骨髄間葉系幹細胞は骨芽細胞、軟骨細胞、脂肪細胞などに分化する多能性幹細胞であることが知られている。一方、一般に骨折の治癒機構は骨折部位もしくは近傍から骨芽細胞が遊走することで治癒が行われると考えられているが、実施例8におけるパラビオーシスの実験結果が示すように骨折部位以外の骨の骨髄間葉系幹細胞も骨折部分の再生に寄与していることが考えられる。

本実験の結果からHMGB1の静脈内投与によって血中内に動員された骨髄間葉系幹細胞が骨折部分に集まってくることが明らかになったことから、HMGB1が骨折の治療薬として利用できると考えられる。

CD11b陽性細胞（PDGFレセプターα陰性）であるマクロファージは炎症系の細胞であるため、マクロファージをマイグレーションしないことは過度の炎症を防ぐことにつながる。過度の炎症は組織損傷の拡大や治癒期間が延びるため組織再生においては不利となる。この結果から、HMGB1は、組織再生に有効な間葉系幹細胞特異的にマイグレーション活性を有することが示された。

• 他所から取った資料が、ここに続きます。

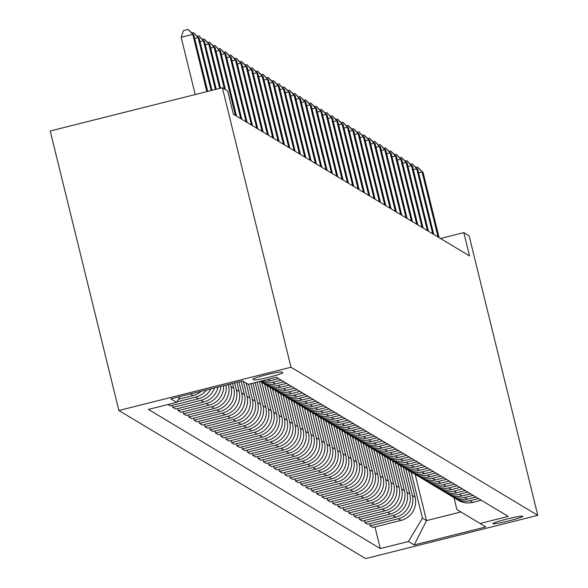 <?xml version="1.0" encoding="UTF-8"?>
<svg xmlns="http://www.w3.org/2000/svg" width="588" height="588" viewBox="0 0 588 588"><rect width="100%" height="100%" fill="white"/><g stroke="black" fill="none" stroke-linecap="round" stroke-linejoin="round"><path stroke-width="0.88" d="M522.739 516.213A15.391 1.125 166.2 0 0 507.04 518.998A15.391 1.125 166.2 0 0 492.906 523.629A15.391 1.125 166.2 0 0 492.965 523.695A15.391 1.125 166.2 0 0 508.671 520.909A15.391 1.125 166.2 0 0 522.798 516.286A15.391 1.125 166.2 0 0 522.739 516.213M118.872 410.505L365.648 558.6L537.785 515.338L291.001 367.235L118.872 410.505L50.215 130.992L222.352 87.73L291.001 367.235M222.352 87.73L227.681 90.927L233.399 114.219L469.518 255.92L463.8 232.627L440.471 238.485M253.009 379.297L253.942 379.855A14.913 1.088 166.2 0 0 269.157 377.158A14.913 1.088 166.2 0 0 282.85 372.674A14.913 1.088 166.2 0 0 282.791 372.608L281.85 372.042A14.913 1.088 166.2 0 0 266.636 374.747A14.913 1.088 166.2 0 0 252.95 379.223A14.913 1.088 166.2 0 0 253.009 379.297L252.972 379.142M180.06 396.577L176.576 402.354L148.433 409.424L380.282 548.567L374.975 526.951M176.576 402.354L170.821 398.899L242.469 380.892L248.224 384.346L276.367 377.275L508.223 516.411L480.073 523.482L485.835 526.944L414.187 544.951L408.432 541.489L380.282 548.567M463.8 232.627L469.128 235.825L537.785 515.338M480.073 523.482L456.891 509.531L453.973 497.639M415.165 474.398L426.513 520.615L460.933 511.964M228.313 384.449L228.467 385.074A19.242 19.139 121 0 1 214.436 408.388L186.286 415.459L183.515 413.798L183.008 411.747M230.364 383.935L231.025 386.61A19.242 19.139 121 0 1 216.994 409.924L188.844 416.995L188.344 414.944M232.591 383.369L233.796 388.278A19.242 19.139 121 0 1 219.765 411.585L191.622 418.663L188.844 416.995M234.649 382.854L236.354 389.815A19.242 19.139 121 0 1 222.323 413.121L194.18 420.2L193.672 418.149M236.876 382.296L239.132 391.476A19.242 19.139 121 0 1 225.101 414.79L196.951 421.861L194.18 420.2M238.926 381.781L241.69 393.012A19.242 19.139 121 0 1 227.659 416.326L199.508 423.397L199.009 421.346M241.154 381.222L244.461 394.68A19.242 19.139 121 0 1 230.43 417.987L202.287 425.065L199.508 423.397M243.395 381.45L247.019 396.216A19.242 19.139 121 0 1 232.988 419.523L204.844 426.601L204.337 424.543M246.166 383.111L249.797 397.878A19.242 19.139 121 0 1 235.759 421.192L207.615 428.262L204.844 426.601M248.628 384.243L252.355 399.414A19.242 19.139 121 0 1 238.324 422.728L210.173 429.799L209.673 427.748M250.856 383.685L255.126 401.075A19.242 19.139 121 0 1 241.095 424.389L212.952 431.46L210.173 429.799M252.913 383.17L257.684 402.611A19.242 19.139 121 0 1 243.653 425.925L215.509 432.996L215.002 430.945M255.133 382.612L260.462 404.279A19.242 19.139 121 0 1 246.423 427.586L218.28 434.664L215.509 432.996M257.191 382.09L263.02 405.816A19.242 19.139 121 0 1 248.989 429.122L220.838 436.2L220.338 434.142M259.418 381.531L265.791 407.477A19.242 19.139 121 0 1 251.76 430.791L223.616 437.862L220.838 436.2M261.8 382.332L268.349 409.013A19.242 19.139 121 0 1 254.317 432.327L226.174 439.398L225.667 437.347M264.578 384.03L271.127 410.674A19.242 19.139 121 0 1 257.088 433.988L228.945 441.066L226.174 439.398M267.128 385.53L273.685 412.21A19.242 19.139 121 0 1 259.653 435.524L231.503 442.602L231.003 440.544M269.914 387.227L276.456 413.879A19.242 19.139 121 0 1 262.424 437.185L234.281 444.263L231.503 442.602M272.464 388.734L279.013 415.415A19.242 19.139 121 0 1 264.982 438.721L236.839 445.8L236.332 443.749M275.243 390.432L281.792 417.076A19.242 19.139 121 0 1 267.753 440.39L239.61 447.461L236.839 445.8M277.793 391.931L284.349 418.612A19.242 19.139 121 0 1 270.318 441.926L242.168 448.997L241.668 446.946M280.579 393.629L287.12 420.28A19.242 19.139 121 0 1 273.089 443.587L244.946 450.665L242.168 448.997M283.129 395.129L289.678 421.816A19.242 19.139 121 0 1 275.647 445.123L247.504 452.201L246.997 450.143M285.908 396.834L292.457 423.478A19.242 19.139 121 0 1 278.418 446.792L250.275 453.863L247.504 452.201M288.458 398.333L295.014 425.014A19.242 19.139 121 0 1 280.983 448.328L252.833 455.399L252.333 453.348M291.244 400.031L297.785 426.675A19.242 19.139 121 0 1 283.754 449.989L255.604 457.06L252.833 455.399M293.794 401.53L300.343 428.211A19.242 19.139 121 0 1 286.312 451.525L258.169 458.596L257.662 456.545M296.572 403.228L303.114 429.879A19.242 19.139 121 0 1 289.083 453.186L260.94 460.264L258.169 458.596M299.123 404.728L305.679 431.416A19.242 19.139 121 0 1 291.648 454.722L263.498 461.8L262.998 459.75M301.901 406.433L308.45 433.077A19.242 19.139 121 0 1 294.419 456.391L266.268 463.462L263.498 461.8M304.459 407.932L311.008 434.613A19.242 19.139 121 0 1 296.977 457.927L268.834 464.998L268.326 462.947M307.237 409.63L313.779 436.281A19.242 19.139 121 0 1 299.748 459.588L271.605 466.666L268.834 464.998M309.788 411.13L316.344 437.817A19.242 19.139 121 0 1 302.313 461.124L274.162 468.202L273.663 466.144M312.566 412.827L319.115 439.479A19.242 19.139 121 0 1 305.084 462.785L276.933 469.863L274.162 468.202M315.124 414.334L321.673 441.015A19.242 19.139 121 0 1 307.642 464.322L279.498 471.4L278.991 469.349M317.902 416.032L324.444 442.676A19.242 19.139 121 0 1 310.413 465.99L282.269 473.061L279.498 471.4M320.453 417.531L327.009 444.212A19.242 19.139 121 0 1 312.978 467.526L284.827 474.597L284.327 472.546M323.231 419.229L329.78 445.88A19.242 19.139 121 0 1 315.749 469.187L287.598 476.265L284.827 474.597M325.781 420.729L332.338 447.417A19.242 19.139 121 0 1 318.306 470.723L290.163 477.801L289.656 475.743M328.567 422.434L335.109 449.078A19.242 19.139 121 0 1 321.077 472.392L292.934 479.463L290.163 477.801M331.118 423.933L337.674 450.614A19.242 19.139 121 0 1 323.643 473.928L295.492 480.999L294.992 478.948M333.896 425.631L340.445 452.275A19.242 19.139 121 0 1 326.413 475.589L298.263 482.66L295.492 480.999M336.446 427.131L343.002 453.811A19.242 19.139 121 0 1 328.971 477.125L300.828 484.196L300.321 482.145M339.232 428.828L345.773 455.48A19.242 19.139 121 0 1 331.742 478.786L303.599 485.864L300.828 484.196M341.782 430.335L348.339 457.016A19.242 19.139 121 0 1 334.307 480.322L306.157 487.401L305.657 485.35M344.561 432.033L351.109 458.677A19.242 19.139 121 0 1 337.078 481.991L308.928 489.062L306.157 487.401M347.111 433.532L353.667 460.213A19.242 19.139 121 0 1 339.636 483.527L311.493 490.598L310.986 488.547M349.897 435.23L356.438 461.881A19.242 19.139 121 0 1 342.407 485.188L314.264 492.266L311.493 490.598M352.447 436.73L359.003 463.418A19.242 19.139 121 0 1 344.972 486.724L316.822 493.802L316.322 491.744M355.226 438.428L361.774 465.079A19.242 19.139 121 0 1 347.743 488.393L319.593 495.464L316.822 493.802M357.776 439.934L364.332 466.615A19.242 19.139 121 0 1 350.301 489.929L322.158 497L321.651 494.949M360.562 441.632L367.103 468.276A19.242 19.139 121 0 1 353.072 491.59L324.929 498.661L322.158 497M363.112 443.131L369.668 469.812A19.242 19.139 121 0 1 355.63 493.126L327.487 500.197L326.979 498.146M365.89 444.829L372.439 471.48A19.242 19.139 121 0 1 358.408 494.787L330.258 501.865L327.487 500.197M368.441 446.329L374.997 473.017A19.242 19.139 121 0 1 360.966 496.323L332.823 503.401L332.316 501.344M371.226 448.034L377.768 474.678A19.242 19.139 121 0 1 363.737 497.992L335.594 505.063L332.823 503.401M373.777 449.533L380.333 476.214A19.242 19.139 121 0 1 366.295 499.528L338.151 506.599L337.644 504.548M376.555 451.231L383.104 477.875A19.242 19.139 121 0 1 369.073 501.189L340.922 508.267L338.151 506.599M379.106 452.731L385.662 479.411A19.242 19.139 121 0 1 371.631 502.725L343.488 509.803L342.98 507.745M381.891 454.428L388.433 481.08A19.242 19.139 121 0 1 374.402 504.386L346.259 511.464L343.488 509.803M384.442 455.935L390.998 482.616A19.242 19.139 121 0 1 376.959 505.923L348.816 513.001L348.309 510.95M387.22 457.633L393.769 484.277A19.242 19.139 121 0 1 379.738 507.591L351.587 514.662L348.816 513.001M389.77 459.132L396.327 485.813A19.242 19.139 121 0 1 382.296 509.127L354.152 516.198L353.645 514.147M392.556 460.83L399.098 487.481A19.242 19.139 121 0 1 385.066 510.788L356.923 517.866L354.152 516.198M395.107 462.33L401.663 489.018A19.242 19.139 121 0 1 387.624 512.324L359.481 519.402L358.974 517.344M397.885 464.035L404.434 490.679A19.242 19.139 121 0 1 390.403 513.993L362.252 521.064L359.481 519.402M400.435 465.534L406.992 492.215A19.242 19.139 121 0 1 392.96 515.529L364.817 522.6L364.31 520.549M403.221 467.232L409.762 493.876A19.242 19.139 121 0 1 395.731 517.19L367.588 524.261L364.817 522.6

従来の骨折の治療は非観血的整復や手術、ギブス固定などが主であり、骨折部位の積極的な治癒促進のため薬剤はほとんど存在しない。本方法は薬剤の静脈投与によって行われるため、難治性の骨折、手術困難な骨折などにも応用可能であり、これまでにない画期的な治療方法を提供する。

〔参考例１〕
目的：生体移植皮膚組織の機能的再生時における骨髄由来細胞寄与の評価
方法：上記の目的に対して以下の方法により研究を行った。
１）GFP骨髄移植マウスに対する生体皮膚移植系を利用して、移植皮膚片の機能的再生時の骨髄由来細胞寄与程度を検討した。具体的には、C57BL/6雄マウス（6〜8週齢）に致死量放射線（10Gy）を照射し、その直後に尾静脈よりGFP（green fluorescent protein）トランスジェニックマウス由来骨髄細胞（5x10⁶個/0.1ml 生理的リン酸緩衝溶液pH7.4）を移植した。
２）移植骨髄細胞の生着を待って（6週間）得られたGFP骨髄移植マウスの背部皮膚に、新生マウス皮膚（雌）を移植した。
３）移植皮膚片の生着と十分な皮膚組織再生を待って（4週間）、移植皮膚片領域におけるGFP蛍光の集積程度を、蛍光実体顕微鏡を利用して観察した。
４）吸入麻酔下に移植皮膚片を生検により採取し、冷却装置付ミクロトームを用いて皮膚凍結切片（6μm）を作製、4％パラホルムアルデヒド固定（30分間）、組織内細胞核をDAPIで染色、表皮細胞特異的ケラチン5の抗体を用いて免疫染色を施行した後、組織を封入して共焦点レーザー顕微鏡によりGFP陽性骨髄由来細胞の存在を検討した。また一部の標本はHE染色によりその組織構築を検討した。
結果：GFP骨髄移植マウスへの生体皮膚移植系において、再生した皮膚領域に一致した強いGFP蛍光の集積が観察された（図９）。また、移植皮膚片のHE標本を用いた組織学的観察では、多数の毛包を含む皮膚組織の機能的再生が確認された（図９）。共焦点レーザー顕微鏡による観察では、ケラチン5を発現している表皮角化細胞、真皮線維芽細胞、さらには平滑筋細胞や脂肪細胞の多くがGFP蛍光を示し、これらの細胞が骨髄由来であることが示された（図１０）。即ち、移植皮膚の機能的再生時に必要な上皮系および間葉系細胞の多くが、骨髄由来幹細胞により供給されていることが初めて明らかとなった。
考察：これらの研究結果は、これまで臨床現場で日常的に行われている皮膚移植における皮膚再生時に、骨髄由来細胞が大きく寄与していることを初めて明確に示したものであり、極めて画期的な発見である。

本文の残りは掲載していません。